There is some evidence, based on climate data collected last year by the IceBite team, that at the interface between the dry soil and the frozen mud, “there might be some melting in the summer,” says DiRuggiero. “There might be water available at least part of the time” and microbes might be “actively growing and metabolizing at least during a small portion of the year.”
“Melting,” in this case, doesn’t mean the soil gets soggy or muddy, or that the temperature gets above freezing. Rather, it means that thin layers of liquid water can form between the sand grains that make up the soil and the ice below it. But that’s plenty of water for microbes. They’re small. They don’t need a lot of water.
“At temperatures above -20ºC (-4ºF) there is a layer of unfrozen water between the sand grains and the ice. These layers can support microbial life at least [down] to -15ºC (5ºF),” McKay explained.

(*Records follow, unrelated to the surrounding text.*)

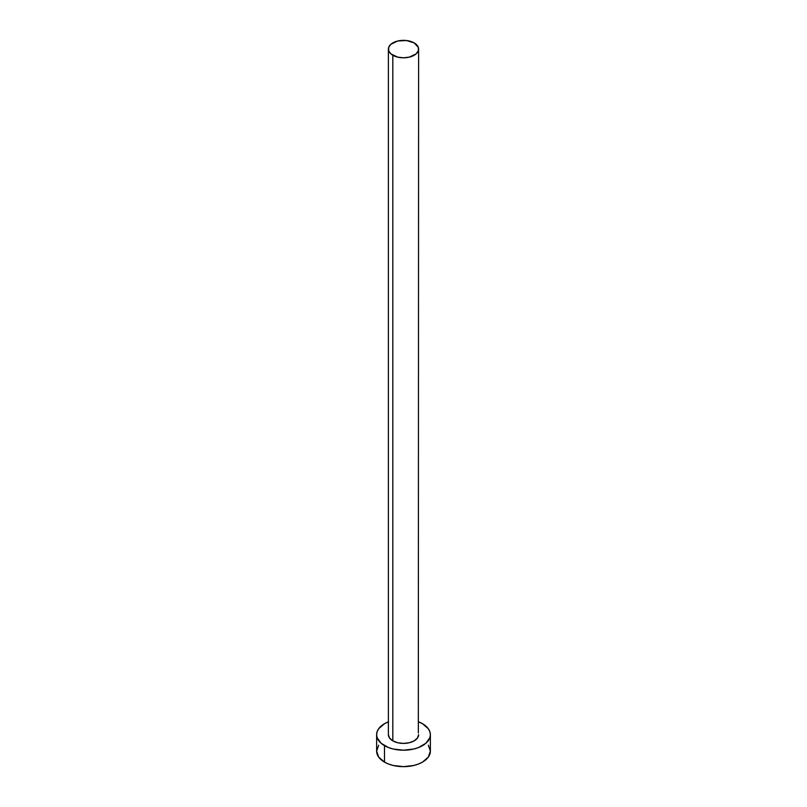 <?xml version="1.0" encoding="UTF-8"?>
<svg xmlns="http://www.w3.org/2000/svg" width="807" height="807" viewBox="0 0 807 807"><rect width="100%" height="100%" fill="white"/><g stroke="black" fill="none" stroke-linecap="round" stroke-linejoin="round"><path stroke-width="1.21" d="M392.817 740.856A15.111 8.726 0 0 0 409.28 742.743A15.111 8.726 0 0 0 418.611 734.683L417.461 738.022L414.183 740.856L409.28 742.743L403.5 743.408L397.72 742.743L392.817 740.856L389.539 738.022L388.389 734.683A15.111 8.726 0 0 0 392.817 740.856L392.817 55.249L392.817 740.856M414.183 42.902A15.111 8.726 180 0 1 418.611 49.076A15.111 8.726 180 0 1 409.28 57.136A15.111 8.726 180 0 1 392.817 55.249A15.111 8.726 180 0 1 388.389 49.076A15.111 8.726 180 0 1 397.72 41.016A15.111 8.726 180 0 1 414.183 42.902L406.446 40.521L397.72 41.016L390.931 44.224L388.671 47.371L388.671 50.78L390.931 53.928L397.72 57.136L403.5 57.801L409.28 57.136L416.069 53.928L418.329 50.78L418.329 47.371L414.183 42.902M418.611 721.851A26.873 15.515 180 0 1 422.505 723.718A26.873 15.515 180 0 1 430.373 734.683A26.873 15.515 180 0 1 413.779 749.017A26.873 15.515 180 0 1 384.495 745.648L384.495 762.111A26.873 15.515 0 0 0 413.779 765.47A26.873 15.515 0 0 0 430.373 751.135L428.325 745.204M378.675 745.204L376.627 751.135A26.873 15.515 0 0 0 384.495 762.111L384.495 745.648A26.873 15.515 180 0 1 376.627 734.683A26.873 15.515 180 0 1 388.389 721.851M388.57 721.781L384.495 723.718L378.675 728.741L377.141 731.656L376.627 734.683L377.141 737.709L381.156 743.297L388.57 747.585L393.221 749.017L403.5 750.197L413.779 749.017L418.43 747.585L425.844 743.297L429.859 737.709L430.373 734.683L429.859 731.656L428.325 728.741L422.505 723.718L418.43 721.781M418.329 732.978L418.611 49.076M376.627 734.683L376.627 751.135L378.675 757.077L384.495 762.111L388.57 764.037L393.221 765.47L403.5 766.65L413.779 765.47L418.43 764.037L422.505 762.111L428.325 757.077L430.373 751.135L430.373 734.683M388.389 734.683L388.389 49.076"/></g></svg>

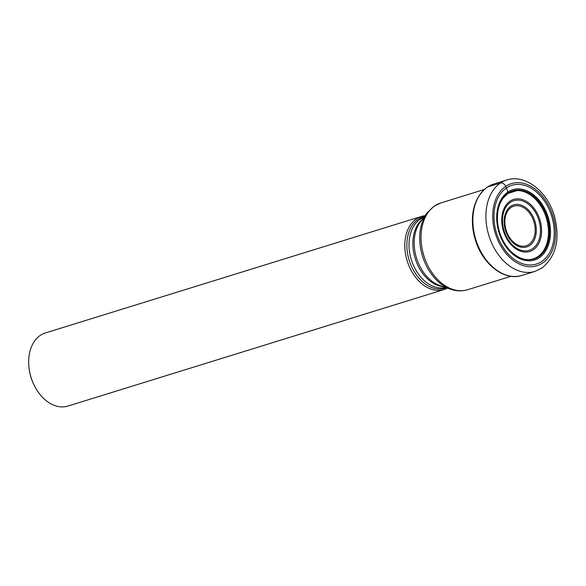 <?xml version="1.0" encoding="UTF-8"?>
<svg xmlns="http://www.w3.org/2000/svg" width="586" height="586" viewBox="0 0 586 586"><rect width="100%" height="100%" fill="white"/><g stroke="black" fill="none" stroke-linecap="round" stroke-linejoin="round"><path stroke-width="0.88" d="M541.742 261.473A41.232 28.853 -107.2 0 1 499.668 241.168A41.232 28.853 -107.2 0 1 506.494 187.908A41.232 28.853 -107.2 0 1 548.569 208.22A41.232 28.853 -107.2 0 1 541.742 261.473M507.498 193.592L508.209 193.043A35.709 24.986 -107.2 0 0 502.29 239.161A35.709 24.986 -107.2 0 0 538.724 256.749A35.709 24.986 72.8 0 0 544.643 210.63A35.709 24.986 72.8 0 0 508.209 193.043L505.755 186.333A43.005 30.084 72.8 0 0 498.635 241.871A43.005 30.084 72.8 0 0 542.511 263.048A43.005 30.084 72.8 0 0 549.631 207.503A43.005 30.084 72.8 0 0 505.755 186.333A4.82 3.369 -124 0 0 500.407 183.052L487.362 187.095A47.825 33.461 72.8 0 0 477.48 244.333A47.825 33.461 72.8 0 0 521.95 275.427L534.996 271.384A47.825 33.461 -107.2 0 1 490.526 240.289A47.825 33.461 -107.2 0 1 500.407 183.052A47.825 33.461 -107.2 0 1 506.692 180.027C525.32 173.822 547.383 191.519 554.275 215.67C560.384 238.773 556.26 256.236 541.918 268.058L534.996 271.384M447.426 288.136A38.258 26.766 -107.2 0 1 444.071 289.543A38.258 26.766 -107.2 0 1 408.493 264.667A38.258 26.766 -107.2 0 1 416.404 218.871A38.258 26.766 -107.2 0 1 421.429 216.454A38.258 26.766 -107.2 0 1 424.989 215.721M421.429 216.454L45.312 332.973A38.258 26.766 72.8 0 0 40.28 335.39A38.258 26.766 72.8 0 0 29.3 369.876A38.258 26.766 72.8 0 0 33.885 384.672A38.258 26.766 72.8 0 0 33.944 384.804A38.258 26.766 72.8 0 0 67.954 406.061L444.071 289.543M29.3 369.876L29.417 370.601A34.64 24.238 72.8 0 0 33.57 384.006L33.885 384.672M506.692 180.027L493.646 184.07A47.825 33.461 72.8 0 0 487.362 187.095M479.773 194.823A47.122 32.97 72.8 0 0 475.334 239.806A47.122 32.97 72.8 0 0 504.421 274.402M498.356 227.456A35.607 24.912 -107.2 0 1 497.529 221.647C498.173 228.972 500.298 235.836 503.901 242.238C510.897 254.851 522.177 259.532 525.972 259.444C530.015 260.001 533.897 259.122 537.611 256.807A35.387 24.758 -107.2 0 0 537.743 256.719A35.387 24.758 72.8 0 0 546.233 217.728A35.387 24.758 72.8 0 0 517.094 190.575L507.959 193.461L503.249 197.973C498.811 203.906 496.899 211.795 497.529 221.647A35.607 24.912 -107.2 0 1 508.179 193.153A35.607 24.912 72.8 0 1 544.511 210.689A35.607 24.912 72.8 0 1 538.615 256.675A35.607 24.912 -107.2 0 1 503.901 242.238A35.607 24.912 -107.2 0 1 501.308 236.978M539.318 257.679A36.801 25.747 -107.2 0 1 501.77 239.557A36.801 25.747 -107.2 0 1 507.864 192.032A36.801 25.747 72.8 0 1 545.412 210.154A36.801 25.747 72.8 0 1 539.318 257.679M426.989 213.011L420.25 222.116A37.314 26.106 72.8 0 0 416.521 258.023A37.314 26.106 72.8 0 0 439.896 285.536L450.605 289.235A44.844 31.38 -107.2 0 1 422.513 256.17A44.844 31.38 -107.2 0 1 426.989 213.011L434.021 206.221L440.782 202.968A45.415 31.776 72.8 0 0 434.812 205.84A45.415 31.776 72.8 0 0 434.783 205.862A45.415 31.776 72.8 0 0 425.436 260.221A45.415 31.776 72.8 0 0 467.657 289.726L511.029 276.292M443.126 286.657A36.75 25.711 -107.2 0 1 415.159 258.448A36.75 25.711 -107.2 0 1 422.279 219.369M423.781 217.355A36.75 25.711 72.8 0 0 420.191 219.23A36.75 25.711 72.8 0 0 420.162 219.252A36.75 25.711 72.8 0 0 412.236 262.382A36.75 25.711 72.8 0 0 445.499 287.477M446.4 287.785A37.314 26.106 -107.2 0 1 410.815 264.813A37.314 26.106 -107.2 0 1 418.184 219.289A37.314 26.106 -107.2 0 1 418.214 219.267A37.314 26.106 -107.2 0 1 424.345 216.586M510.025 201.145A27.249 19.067 72.8 0 0 505.513 236.341A27.249 19.067 72.8 0 0 533.319 249.761A27.249 19.067 72.8 0 0 537.831 214.564A27.249 19.067 72.8 0 0 510.025 201.145M532.623 248.654A25.982 18.173 72.8 0 0 536.864 215.099A25.982 18.173 72.8 0 0 510.377 202.338A25.982 18.173 72.8 0 0 510.333 202.368A25.982 18.173 72.8 0 0 506.084 235.924A25.982 18.173 72.8 0 0 532.579 248.684A25.982 18.173 72.8 0 0 532.623 248.654M529.598 245.563A22.019 15.404 -107.2 0 1 507.146 234.678A22.019 15.404 -107.2 0 1 510.802 206.257A22.019 15.404 -107.2 0 1 510.831 206.243A22.019 15.404 -107.2 0 1 533.282 217.12A22.019 15.404 -107.2 0 1 529.627 245.549A22.019 15.404 -107.2 0 1 529.598 245.563M511.182 207.437A20.752 14.518 -107.2 0 1 532.337 217.692A20.752 14.518 -107.2 0 1 528.894 244.472A20.752 14.518 -107.2 0 1 528.865 244.487A20.752 14.518 -107.2 0 1 507.71 234.232A20.752 14.518 -107.2 0 1 511.153 207.451A20.752 14.518 -107.2 0 1 511.182 207.437M493.646 184.07L487.127 187.205C473.107 198.676 469.159 216.168 475.275 239.674C482.307 264.081 504.4 281.456 521.95 275.427M440.782 202.968L484.153 189.534M467.657 289.726C462.083 291.396 456.399 291.227 450.605 289.235"/></g></svg>
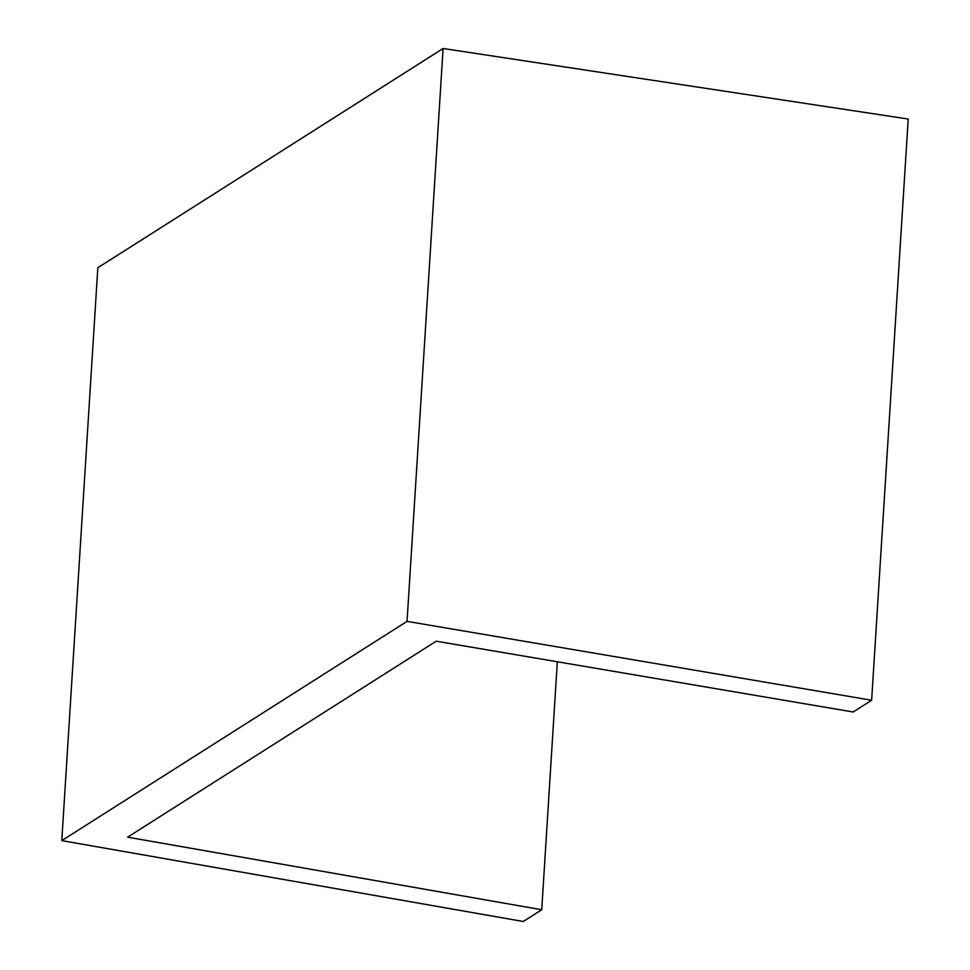 <?xml version="1.0" encoding="UTF-8"?>
<svg xmlns="http://www.w3.org/2000/svg" width="970" height="970" viewBox="0 0 970 970"><rect width="100%" height="100%" fill="white"/><g stroke="black" fill="none" stroke-linecap="round" stroke-linejoin="round"><path stroke-width="1.45" d="M557.326 661.77L541.733 909.751L127.616 837.171L436.209 641.206L853.139 711.992L871.642 700.255L908.211 119.031L443.096 48.5L407.048 621.37L871.642 700.255M541.733 909.751L523.23 921.5L61.789 840.614L97.837 267.744L443.096 48.5M61.789 840.614L407.048 621.37"/></g></svg>

“On Mars today the temperatures of the ground ice are much too cold for this effect to be useful,” he wrote. But Mars wobbles. At present Mars is tilted on its axis at about the same angle as Earth’s.
Five million years ago, however, Mars leaned over at an angle of about 45º, and for nearly half of each martian year (equivalent to about one Earth year), the polar regions received constant sunlight. Back then “the ground ice at the polar regions,” like the site where NASA’s Phoenix spacecraft landed in 2008, “would have been much warmer. We think it would have been in the range of -15ºC to -20ºC. So liquid water layers” in the past were “a possibility.”
The question then is this: If life ever took hold on Mars, back when the planet was warmer and wetter, did a few hardy microbes evolve a survival strategy that let them go into a deep sleep, and then every 10 or 20 million years, when the ground warmed up to -20ºC or so, wake up and put on a little growth spurt?
The answer will have to wait until a follow-up mission to the martian polar regions can dig deeper than Phoenix did. It is just such deep polar drilling that McKay’s IceBite project is working to make possible.